Purpose
To evaluate the prevalence and characteristics of astigmatism in Chinese, Hispanic, Indian, Malay, Nepali and African children from eight sites of the multi-country Refractive Error Study in Children (RESC).
Methods
Among 46,260 children enumerated, cycloplegic (1% cyclopentolate) auto-refraction and a reliable visual acuity measurement were performed on 37,650 children of population-based, random cluster samples aged 5-15 in the RESC study.
Results
The prevalence of astigmatism (defined as <=-0.75 DC in the right eye) was 13.3% (95% confidence interval [CI]: 12.5%-14.0%) of all children with significant variation across ethnic groups after adjusted for confounders (p<0.001): 17.2% of Chinese, 8.22% of Indian, 12.2% of Malay, 3.32% of Nepali, 27.0% of Hispanic and 8.81% of African. The Guangzhou Chinese children (26.3%) had higher astigmatism prevalence than did the Shunyi Chinese children (9.53%). The Indian children in Delhi (9.24%) had higher prevalence than in India (5.78%). The prevalence of astigmatism decreased from 18.4% of 5-6 years old group into 11.65% of 10-12 years old group and then increased to 14.1% of 13-15 years. Higher astigmatism prevalence was associated with younger age (odds ratio [OR] =0.98, p=0.001), Female genders (OR=1.11, p=0.003), absolute spherical equivalent (OR=1.67, p<0.001). Astigmatism was predominantly oblique (cylinder between 16° to 75° or 106° to 165°; 44.8%, 95%CI: 44.0%-45.6%) and with-the-rule (WTR, cylinder between 0° to 15° or 166° to 180°; 40.2%, 95%CI: 39.1-41.3).
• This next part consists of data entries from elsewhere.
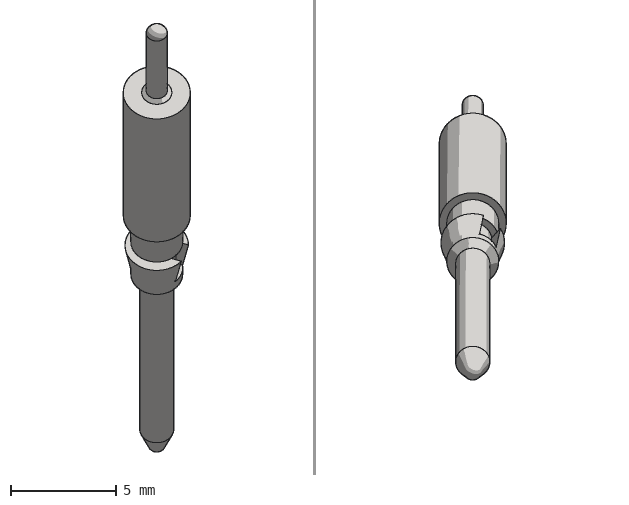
import cadquery as cq

total_length = 32.5
tip_cone_bottom = 0.32
tip_cone_top = 1.5
shaft_top = 13.2
band_bottom = 13.5
collar_bottom = 14.0
collar_top = 15.7
neck_bottom = 16.0
body_bottom = 18.0
body_top = 27.5
foot_height = 0.15
cap_height = 0.4

tip_radius = 0.42
shaft_radius = 0.8
band_radius = 1.25
groove_radius = 0.9
body_radius = 1.6
foot_radius = 0.7
pin_radius = 1.0 / 2
collar_bottom_radius = band_radius
collar_top_radius = 3.02 / 2

collar_gap = 1.05


def dome_mid_radius(base_radius, height):
    """Radius of a spherical cap halfway up its height."""
    sphere_radius = (base_radius**2 + height**2) / (2 * height)
    depth_from_crown = height / 2
    return (depth_from_crown * (2 * sphere_radius - depth_from_crown)) ** 0.5


def make_core():
    """Turned contact with rounded ends, a collar groove and a thin upper pin."""
    cap_bottom = total_length - cap_height
    tip_mid = (dome_mid_radius(tip_radius, tip_cone_bottom), tip_cone_bottom / 2)
    cap_mid = (dome_mid_radius(pin_radius, cap_height), cap_bottom + cap_height / 2)
    return (
        cq.Workplane("XZ")
        .moveTo(0, 0)
        .threePointArc(tip_mid, (tip_radius, tip_cone_bottom))
        .lineTo(shaft_radius, tip_cone_top)
        .lineTo(shaft_radius, shaft_top)
        .lineTo(band_radius, band_bottom)
        .lineTo(band_radius, collar_bottom)
        .lineTo(groove_radius, collar_bottom)
        .lineTo(groove_radius, neck_bottom)
        .lineTo(band_radius, neck_bottom)
        .lineTo(band_radius, body_bottom)
        .lineTo(body_radius, body_bottom)
        .lineTo(body_radius, body_top)
        .lineTo(foot_radius, body_top)
        .lineTo(pin_radius, body_top + foot_height)
        .lineTo(pin_radius, cap_bottom)
        .threePointArc(cap_mid, (0, total_length))
        .close()
        .revolve(360, (0, 0), (0, 1))
    )


def make_collar():
    """Conical retaining ring seated in the groove, split on its +X side."""
    collar_height = collar_top - collar_bottom
    ring = (
        cq.Workplane("XZ")
        .moveTo(groove_radius, collar_bottom)
        .lineTo(collar_bottom_radius, collar_bottom)
        .lineTo(collar_top_radius, collar_top)
        .lineTo(groove_radius, collar_top)
        .close()
        .revolve(360, (0, 0), (0, 1))
    )
    gap = (
        cq.Workplane("XY", origin=(0, 0, collar_bottom))
        .box(body_radius, collar_gap, collar_height, centered=(False, True, False))
    )
    return ring.cut(gap)


result = make_core().union(make_collar())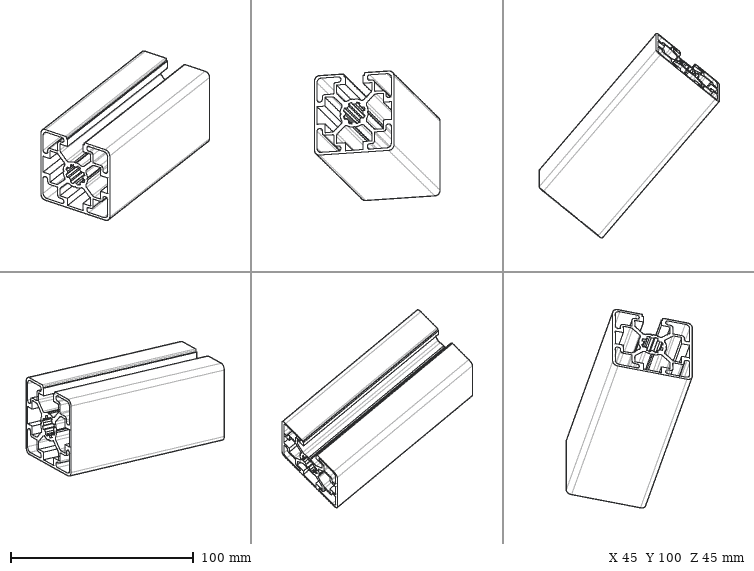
import cadquery as cq
import math

size = 45.0
length = 100.0
half = size / 2
corner_radius = 3.0
skin = 1.5

mouth_half = 5.75
mouth_edge_radius = 0.6
lip_half = 5.0
lip_depth = 6.0
channel_half = 10.0
channel_bend_radius = 2.0
web = 1.5
diagonal_web = 2.5

cavity_end = 7.5
cavity_corner_radius = 2.5
arm_end_radius = 1.4
arm_shoulder_radius = 1.5
cavity_inner_radius = 0.5

hub_radius = 8.0
hub_fillet = 1.5
groove_half = 0.8
groove_depth = 0.4
bore_root_radius = 6.2
bore_tip_radius = 5.0
tooth_count = 8
tooth_tip_half_angle = 9.0
tooth_root_half_angle = 14.5

inner_face = half - skin
lip_underside = half - lip_depth
diagonal_offset = diagonal_web / math.sqrt(2)


def prism(sketch):
    """Extrude a closed XZ outline over the full length, centred on Y."""
    return sketch.extrude(length)


def end_plane():
    """Workplane on the +Y end; extrusions run toward -Y."""
    return cq.Workplane("XZ", origin=(0, length / 2, 0))


def turn(body, angle):
    return body.rotate((0, 0, 0), (0, 1, 0), angle)


def polar(radius, degrees):
    angle = math.radians(degrees)
    return radius * math.cos(angle), radius * math.sin(angle)


def outer_block():
    return prism(end_plane().rect(size, size)).edges("|Y").fillet(corner_radius)


def edges_at(body, points):
    """Lengthwise edges of a body passing through the given XZ points."""
    picked = body.edges(cq.selectors.NearestToPointSelector((points[0][0], 0, points[0][1])))
    for x, z in points[1:]:
        picked = picked.add(body.edges(cq.selectors.NearestToPointSelector((x, 0, z))))
    return picked


def channel():
    """Upper T-slot void, closed by the skin outside and by the hub inside."""
    hub_foot = hub_radius / 2
    bend_z = channel_half + diagonal_offset
    void = prism(
        end_plane().polyline([
            (-lip_half, inner_face),
            (-lip_half, lip_underside),
            (-channel_half, lip_underside),
            (-channel_half, bend_z),
            (-hub_foot, hub_foot + diagonal_offset),
            (hub_foot, hub_foot + diagonal_offset),
            (channel_half, bend_z),
            (channel_half, lip_underside),
            (lip_half, lip_underside),
            (lip_half, inner_face),
        ]).close()
    )
    void = void.cut(prism(end_plane().circle(hub_radius)))
    meet_x = (math.sqrt(2 * hub_radius**2 - diagonal_offset**2) - diagonal_offset) / 2
    meet_z = meet_x + diagonal_offset
    void = edges_at(void, [(-meet_x, meet_z), (meet_x, meet_z)]).fillet(hub_fillet)
    void = edges_at(void, [(-channel_half, bend_z), (channel_half, bend_z)]).fillet(channel_bend_radius)
    rim_z = math.sqrt(hub_radius**2 - groove_half**2)
    groove = prism(
        end_plane().polyline([
            (-groove_half, rim_z),
            (0, hub_radius - groove_depth),
            (groove_half, rim_z),
            (0, hub_radius + groove_depth),
        ]).close()
    )
    return void.union(groove)


def corner_cavity():
    """L-shaped void in the +X +Z corner, mirror-symmetric about the diagonal."""
    arm_floor = lip_underside + web
    inner_wall = channel_half + web
    arm_ends = [(cavity_end, inner_face), (cavity_end, arm_floor)]
    shoulder = (inner_wall, arm_floor)
    void = prism(
        end_plane().polyline([
            (inner_face, inner_face),
            *arm_ends,
            shoulder,
            (inner_wall, inner_wall),
            shoulder[::-1],
            (arm_floor, cavity_end),
            (inner_face, cavity_end),
        ]).close()
    )
    void = edges_at(void, [(inner_face, inner_face)]).fillet(cavity_corner_radius)
    void = edges_at(void, [(inner_wall, inner_wall)]).fillet(cavity_inner_radius)
    void = edges_at(void, [shoulder, shoulder[::-1]]).fillet(arm_shoulder_radius)
    return edges_at(void, arm_ends + [(z, x) for x, z in arm_ends]).fillet(arm_end_radius)


def toothed_bore():
    """Central bore with evenly spaced teeth pointing inward."""
    pitch = 360 / tooth_count
    outline = end_plane().moveTo(*polar(bore_tip_radius, -tooth_tip_half_angle))
    for index in range(tooth_count):
        tooth = index * pitch
        following = tooth + pitch
        outline = (
            outline
            .threePointArc(polar(bore_tip_radius, tooth), polar(bore_tip_radius, tooth + tooth_tip_half_angle))
            .lineTo(*polar(bore_root_radius, tooth + tooth_root_half_angle))
            .threePointArc(
                polar(bore_root_radius, tooth + pitch / 2),
                polar(bore_root_radius, following - tooth_root_half_angle),
            )
        )
        if index < tooth_count - 1:
            outline = outline.lineTo(*polar(bore_tip_radius, following - tooth_tip_half_angle))
    return prism(outline.close())


def slot_mouth():
    """Opening through the top skin into the upper channel."""
    return cq.Workplane().box(2 * mouth_half, length, skin).translate((0, 0, half - skin / 2))


result = outer_block().cut(toothed_bore()).cut(slot_mouth())
result = edges_at(result, [(-mouth_half, half), (mouth_half, half)]).fillet(mouth_edge_radius)
upper_channel = channel()
cavity = corner_cavity()
for quarter in range(4):
    result = result.cut(turn(upper_channel, 90 * quarter))
    result = result.cut(turn(cavity, 90 * quarter))

Children with astigmatism had significantly more visual impairment (uncorrected visual acuity<=6/12) than did the children with non-astigmatism (OR=4.60, 95%CI: 4.10-5.16).
Conclusions
Astigmatism had a strong correlation with age, gender, spherical equivalent, ethnicity and site. Astigmatism was more common in Spanish and Chinese children. Children with astigmatism are more likely to have visual impairment.